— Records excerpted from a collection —
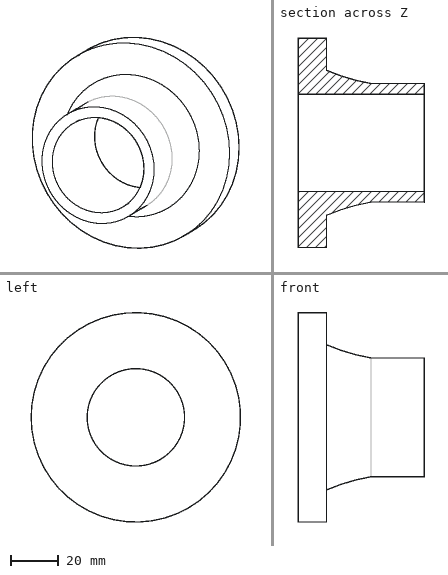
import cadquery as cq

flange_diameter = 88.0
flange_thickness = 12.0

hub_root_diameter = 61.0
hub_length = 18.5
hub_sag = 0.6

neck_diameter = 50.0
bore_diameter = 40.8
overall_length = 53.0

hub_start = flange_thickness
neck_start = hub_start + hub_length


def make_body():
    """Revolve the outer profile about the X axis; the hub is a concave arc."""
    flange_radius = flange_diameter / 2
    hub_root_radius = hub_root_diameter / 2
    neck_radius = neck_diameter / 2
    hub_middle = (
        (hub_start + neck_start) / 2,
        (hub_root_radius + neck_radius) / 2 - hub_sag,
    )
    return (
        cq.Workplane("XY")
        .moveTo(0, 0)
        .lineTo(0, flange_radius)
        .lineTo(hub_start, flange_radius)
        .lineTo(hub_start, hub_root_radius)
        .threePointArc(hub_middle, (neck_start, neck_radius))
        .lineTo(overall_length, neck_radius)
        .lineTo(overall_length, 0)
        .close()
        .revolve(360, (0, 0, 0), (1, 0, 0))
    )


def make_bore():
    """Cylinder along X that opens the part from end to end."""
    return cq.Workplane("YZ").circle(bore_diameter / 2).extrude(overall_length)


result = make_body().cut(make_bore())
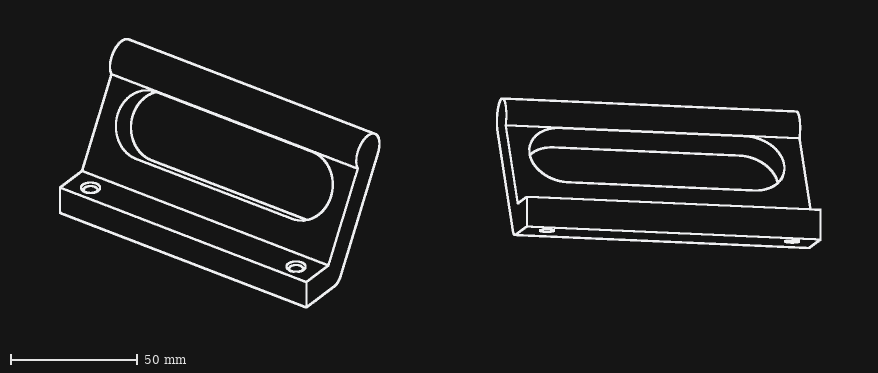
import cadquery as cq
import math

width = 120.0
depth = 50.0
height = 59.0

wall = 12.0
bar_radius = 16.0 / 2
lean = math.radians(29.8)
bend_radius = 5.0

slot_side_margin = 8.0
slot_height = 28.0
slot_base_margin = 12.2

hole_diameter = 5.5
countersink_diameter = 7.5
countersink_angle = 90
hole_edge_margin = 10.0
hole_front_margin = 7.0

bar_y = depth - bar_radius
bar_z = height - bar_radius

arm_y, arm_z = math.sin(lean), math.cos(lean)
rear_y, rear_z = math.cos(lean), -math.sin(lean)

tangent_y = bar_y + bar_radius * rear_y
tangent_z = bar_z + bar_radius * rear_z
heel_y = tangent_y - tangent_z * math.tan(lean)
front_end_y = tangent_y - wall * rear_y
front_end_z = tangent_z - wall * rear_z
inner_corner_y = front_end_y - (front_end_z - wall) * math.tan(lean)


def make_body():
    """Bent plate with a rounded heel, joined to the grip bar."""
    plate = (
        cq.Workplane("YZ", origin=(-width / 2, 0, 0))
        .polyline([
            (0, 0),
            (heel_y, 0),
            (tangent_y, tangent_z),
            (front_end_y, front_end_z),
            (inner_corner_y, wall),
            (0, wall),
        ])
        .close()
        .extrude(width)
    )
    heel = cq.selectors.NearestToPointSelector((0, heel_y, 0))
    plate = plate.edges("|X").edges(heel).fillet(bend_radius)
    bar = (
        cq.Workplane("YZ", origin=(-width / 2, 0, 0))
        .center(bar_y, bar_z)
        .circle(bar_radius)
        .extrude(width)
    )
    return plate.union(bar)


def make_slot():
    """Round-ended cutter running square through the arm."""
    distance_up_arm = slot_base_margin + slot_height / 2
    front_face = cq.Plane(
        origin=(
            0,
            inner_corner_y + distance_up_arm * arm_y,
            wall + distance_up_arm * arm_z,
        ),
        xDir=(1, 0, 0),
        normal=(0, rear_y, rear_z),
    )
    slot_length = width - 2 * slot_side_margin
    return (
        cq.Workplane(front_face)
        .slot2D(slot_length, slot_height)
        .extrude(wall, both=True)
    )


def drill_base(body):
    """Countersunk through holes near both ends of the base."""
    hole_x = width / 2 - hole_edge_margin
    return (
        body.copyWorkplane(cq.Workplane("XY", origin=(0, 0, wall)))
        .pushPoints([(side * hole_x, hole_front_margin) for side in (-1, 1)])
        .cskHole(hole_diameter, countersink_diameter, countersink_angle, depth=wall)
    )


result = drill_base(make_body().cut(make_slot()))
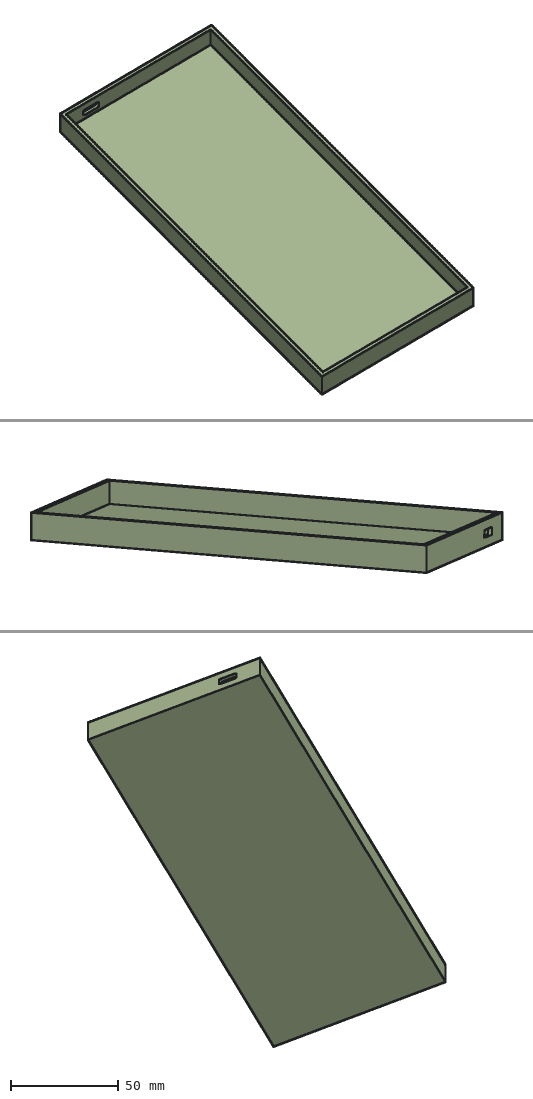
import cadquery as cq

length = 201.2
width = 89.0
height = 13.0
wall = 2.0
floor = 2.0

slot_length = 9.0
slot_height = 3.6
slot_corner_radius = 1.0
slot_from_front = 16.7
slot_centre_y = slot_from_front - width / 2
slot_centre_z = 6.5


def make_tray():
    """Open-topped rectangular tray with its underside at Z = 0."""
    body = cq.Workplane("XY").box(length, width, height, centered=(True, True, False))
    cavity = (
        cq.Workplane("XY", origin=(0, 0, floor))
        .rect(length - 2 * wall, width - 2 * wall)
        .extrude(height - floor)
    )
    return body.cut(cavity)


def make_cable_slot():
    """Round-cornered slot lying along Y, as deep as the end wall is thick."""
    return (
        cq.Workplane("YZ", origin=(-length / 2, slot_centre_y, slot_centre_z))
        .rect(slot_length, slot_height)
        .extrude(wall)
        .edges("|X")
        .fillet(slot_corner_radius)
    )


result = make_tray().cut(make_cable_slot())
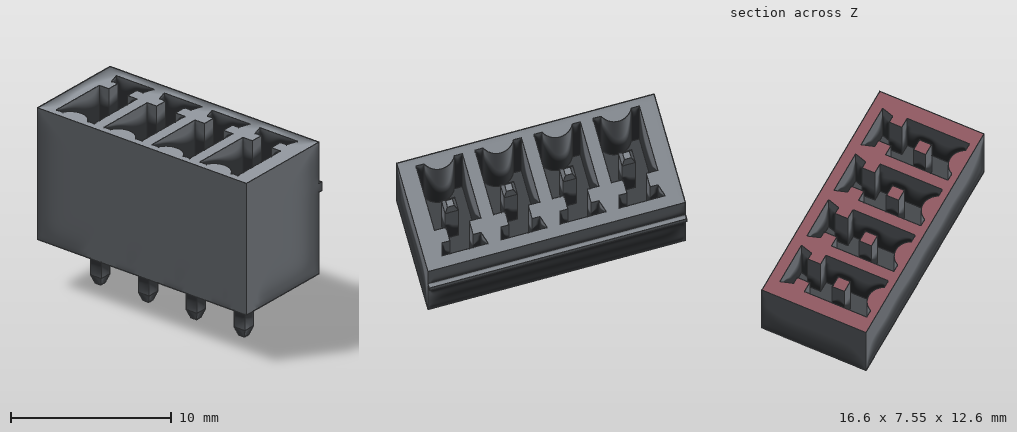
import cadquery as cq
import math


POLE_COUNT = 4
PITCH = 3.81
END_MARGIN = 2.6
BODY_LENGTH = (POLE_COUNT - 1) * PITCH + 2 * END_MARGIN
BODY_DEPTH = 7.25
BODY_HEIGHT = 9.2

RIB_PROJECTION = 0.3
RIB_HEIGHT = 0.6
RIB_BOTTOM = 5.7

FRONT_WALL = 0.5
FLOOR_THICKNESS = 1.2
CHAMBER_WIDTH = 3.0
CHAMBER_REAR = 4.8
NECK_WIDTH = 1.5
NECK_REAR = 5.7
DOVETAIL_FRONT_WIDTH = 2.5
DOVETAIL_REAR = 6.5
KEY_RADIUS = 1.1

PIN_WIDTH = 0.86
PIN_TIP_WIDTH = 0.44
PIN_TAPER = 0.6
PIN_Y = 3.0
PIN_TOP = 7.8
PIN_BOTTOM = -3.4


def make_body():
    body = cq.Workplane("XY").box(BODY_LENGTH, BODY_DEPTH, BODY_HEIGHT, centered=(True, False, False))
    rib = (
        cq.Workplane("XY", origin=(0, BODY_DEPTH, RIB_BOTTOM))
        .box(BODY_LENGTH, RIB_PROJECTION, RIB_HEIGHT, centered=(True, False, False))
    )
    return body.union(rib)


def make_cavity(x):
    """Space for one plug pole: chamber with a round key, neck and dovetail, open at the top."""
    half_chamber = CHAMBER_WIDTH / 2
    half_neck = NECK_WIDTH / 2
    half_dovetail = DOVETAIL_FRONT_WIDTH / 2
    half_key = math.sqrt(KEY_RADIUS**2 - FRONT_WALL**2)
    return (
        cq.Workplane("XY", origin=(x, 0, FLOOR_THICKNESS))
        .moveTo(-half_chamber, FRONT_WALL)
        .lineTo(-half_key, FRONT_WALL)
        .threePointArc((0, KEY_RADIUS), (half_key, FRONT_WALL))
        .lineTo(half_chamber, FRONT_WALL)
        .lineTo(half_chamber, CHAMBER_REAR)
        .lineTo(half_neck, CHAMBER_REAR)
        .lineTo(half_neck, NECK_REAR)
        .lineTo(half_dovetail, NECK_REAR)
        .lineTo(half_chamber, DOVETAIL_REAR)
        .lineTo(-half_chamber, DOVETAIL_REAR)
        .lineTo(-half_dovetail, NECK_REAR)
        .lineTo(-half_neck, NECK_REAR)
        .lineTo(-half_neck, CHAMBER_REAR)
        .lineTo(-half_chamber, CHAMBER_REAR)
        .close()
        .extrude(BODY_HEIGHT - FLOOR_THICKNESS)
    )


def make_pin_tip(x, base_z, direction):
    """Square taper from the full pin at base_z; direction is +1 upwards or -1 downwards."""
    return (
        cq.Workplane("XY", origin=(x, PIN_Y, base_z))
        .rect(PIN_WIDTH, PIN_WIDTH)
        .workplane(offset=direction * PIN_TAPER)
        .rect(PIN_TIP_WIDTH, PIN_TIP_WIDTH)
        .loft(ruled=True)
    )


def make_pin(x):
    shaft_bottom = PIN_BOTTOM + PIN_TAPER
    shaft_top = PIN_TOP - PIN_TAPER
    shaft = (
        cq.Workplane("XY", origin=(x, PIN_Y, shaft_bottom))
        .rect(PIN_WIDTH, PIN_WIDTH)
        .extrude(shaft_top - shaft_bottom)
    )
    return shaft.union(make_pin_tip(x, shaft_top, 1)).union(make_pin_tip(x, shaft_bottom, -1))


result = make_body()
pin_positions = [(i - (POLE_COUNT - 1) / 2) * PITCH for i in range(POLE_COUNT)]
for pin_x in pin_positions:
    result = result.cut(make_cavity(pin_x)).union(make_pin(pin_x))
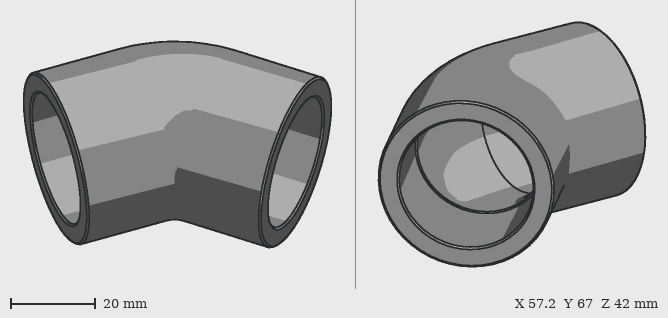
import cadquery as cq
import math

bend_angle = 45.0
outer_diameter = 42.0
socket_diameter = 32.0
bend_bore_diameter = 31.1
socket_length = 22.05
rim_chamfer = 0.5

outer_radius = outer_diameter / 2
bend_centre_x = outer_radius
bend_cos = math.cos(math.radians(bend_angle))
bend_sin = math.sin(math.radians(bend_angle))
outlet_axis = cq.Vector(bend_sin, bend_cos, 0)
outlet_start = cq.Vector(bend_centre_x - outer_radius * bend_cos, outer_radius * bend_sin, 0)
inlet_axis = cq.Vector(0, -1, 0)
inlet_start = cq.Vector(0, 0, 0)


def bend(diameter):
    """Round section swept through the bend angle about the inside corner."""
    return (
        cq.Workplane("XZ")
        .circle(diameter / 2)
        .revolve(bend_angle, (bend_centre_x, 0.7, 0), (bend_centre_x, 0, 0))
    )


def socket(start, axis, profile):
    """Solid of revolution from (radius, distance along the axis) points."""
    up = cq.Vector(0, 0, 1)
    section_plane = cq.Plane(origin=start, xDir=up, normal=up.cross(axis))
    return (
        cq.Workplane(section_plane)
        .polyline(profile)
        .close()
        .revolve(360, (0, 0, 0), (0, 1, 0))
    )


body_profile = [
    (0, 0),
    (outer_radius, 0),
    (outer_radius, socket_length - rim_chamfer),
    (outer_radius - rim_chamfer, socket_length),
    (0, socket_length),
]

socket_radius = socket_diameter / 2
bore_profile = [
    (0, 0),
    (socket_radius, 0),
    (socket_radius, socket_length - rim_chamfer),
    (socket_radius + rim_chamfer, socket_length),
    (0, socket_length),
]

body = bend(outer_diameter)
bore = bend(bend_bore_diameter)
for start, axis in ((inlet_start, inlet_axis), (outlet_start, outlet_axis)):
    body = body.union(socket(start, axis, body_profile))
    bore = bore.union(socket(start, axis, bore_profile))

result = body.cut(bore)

— Work instruction —
Write out the lines of the entries above exactly, beginning with the first and ending with the line that contains "(hub_start + neck_start)". No picture goes in.

— Response below —
import cadquery as cq

flange_diameter = 88.0
flange_thickness = 12.0

hub_root_diameter = 61.0
hub_length = 18.5
hub_sag = 0.6

neck_diameter = 50.0
bore_diameter = 40.8
overall_length = 53.0

hub_start = flange_thickness
neck_start = hub_start + hub_length


def make_body():
    """Revolve the outer profile about the X axis; the hub is a concave arc."""
    flange_radius = flange_diameter / 2
    hub_root_radius = hub_root_diameter / 2
    neck_radius = neck_diameter / 2
    hub_middle = (
        (hub_start + neck_start) / 2,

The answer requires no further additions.